42. 好熱鬨啊(二合一) 副本五:礱坊市……(1 / 1)

翌日。

淩晨四點, 天剛蒙蒙亮。

在鐘聲的催促下,古刹僧人早早便起了床,他們三三兩兩湊成一團, 說說笑笑趕去殿閣做早課。

“嘎吱”

握著菩提佛珠的粗糙大手, 推開佛殿厚重的門板。

僧人們抬腳跨過高高門檻,抬頭望向殿內, 旋即, 一聲聲尖銳渾厚的男高音,劃破薄霧彌漫的清晨。

不多時。

圓頭圓腦的小沙彌,邁著小短腿,飛奔至武僧長老住著的僧寮, “長老, 不好了!”

看向撞門而入的小沙彌。

院中。

結跏趺坐在菩提樹下, 敲經念佛的武僧長老微微抬眼, 一身莊嚴威重的氣勢不怒自威,“說過多少遍,進門前要敲門!”
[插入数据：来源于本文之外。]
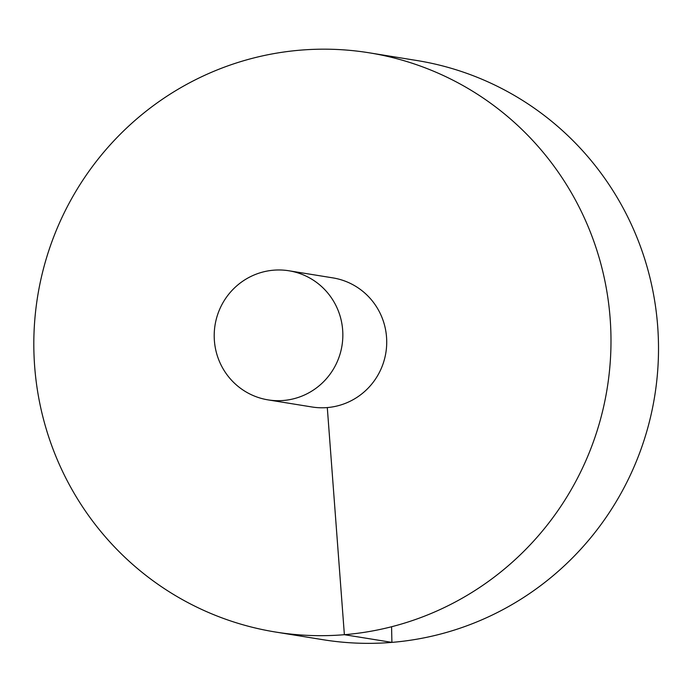 <?xml version="1.0" encoding="UTF-8"?>
<svg xmlns="http://www.w3.org/2000/svg" width="693" height="693" viewBox="0 0 693 693"><rect width="100%" height="100%" fill="white"/><g stroke="black" fill="none" stroke-linecap="round" stroke-linejoin="round"><path stroke-width="1.04" d="M275.597 632.042L323.129 639.726A293.373 288.461 -80.8 0 0 654.694 396.119A293.373 288.461 -80.8 0 0 416.727 60.49L369.196 52.807A293.373 288.461 -80.8 0 0 34.65 366.311A293.373 288.461 -80.8 0 0 275.597 632.042A293.373 288.461 -80.8 0 0 607.172 388.444A293.373 288.461 -80.8 0 0 369.196 52.807M268.096 399.887L311.971 406.982A65.393 64.293 -80.8 0 0 385.871 352.685A65.393 64.293 -80.8 0 0 332.831 277.876L288.955 270.781A65.393 64.293 -80.8 0 0 214.388 340.661A65.393 64.293 -80.8 0 0 268.096 399.887A65.393 64.293 -80.8 0 0 341.995 345.59A65.393 64.293 -80.8 0 0 288.955 270.781M391.58 626.749L391.9 642.376L344.378 634.701L327.295 407.571"/></g></svg>

小沙彌撓撓圓潤的後腦勺, 憨憨一笑,“嘿嘿嘿俺記得了,下次不敢了。”

瞧他一副愣頭愣腦的模樣, 武僧長老無奈搖搖頭, “彆傻站著,說吧, 又出了什麼事?”

小沙彌:“觀音殿的供品被盜——”

聽到這,武僧長老直接打斷他的話,從容不迫道:“這點小事,也值得你如此慌張?”

“膽敢動佛前供品, 也就隻有那些新入寺的小和尚能乾出這種荒唐事。”

小沙彌補充道:“可是,觀音殿的功德箱也沒了。”

武僧長老隻皺皺眉,依舊神閒氣定,“大概是進了外賊,——昨夜巡邏的武僧由誰負責?怎麼乾的活!”

一段話接二連三的被打斷,小沙彌憋紅一張臉,脫口而出:“還有,觀音殿的菩薩也遭盜了!”

武僧長老搖頭晃腦,依然如故。

這些小沙彌,年歲輕見識淺,就是容易大驚小怪,隻是盜了一尊菩薩而已……

等等!

他突然反應過來,聲音陡然一尖,“你剛才說什麼東西遭盜了?!”

望著勃然變色,嚇得一蹦三尺高的武僧長老,小沙彌老實答道:“回長老話,是觀音殿的菩薩。”

“你怎麼不早說?!”武僧長老又急又氣,顧不得繼續訓斥小沙彌,他火急火燎離開僧寮,朝觀音殿的方向趕去。

望著長老急躁的背影。

小沙彌委屈地撓撓後腦勺,小跑著追了上去。

僧寮距離觀音殿不遠。

穿過蓮池上的九曲回廊,就到了。

觀音殿附近已經聚集了不少僧人,他們踮腳朝著殿中探頭探腦,議論紛紛:

“我的佛祖啊!”

“下手真黑,連菩薩都不放過。”

“整座觀音殿全搬空了,這麼大的動靜,昨夜巡邏的武僧就沒發現?”

“阿彌陀佛,肯定是摸魚了!”

“方丈已經聽說了此事,一會估計就要到了。”

“菩薩遭盜,這種事兒確實稀奇。”

“……”

圍觀僧人們望著空蕩蕩的觀音殿,小聲議論,瞧見匆匆趕來的武僧長老,他們趕忙閉嘴。

低頭勾腦,退避三舍。

這位長老絕對正在氣頭上,心裡窩著火,誰都不想當出氣筒,還是避著些比較好。

武僧長老健步如飛,三兩步跨過殿前階梯,目光穿過大敞的殿門,空蕩蕩的觀音殿映入眼簾。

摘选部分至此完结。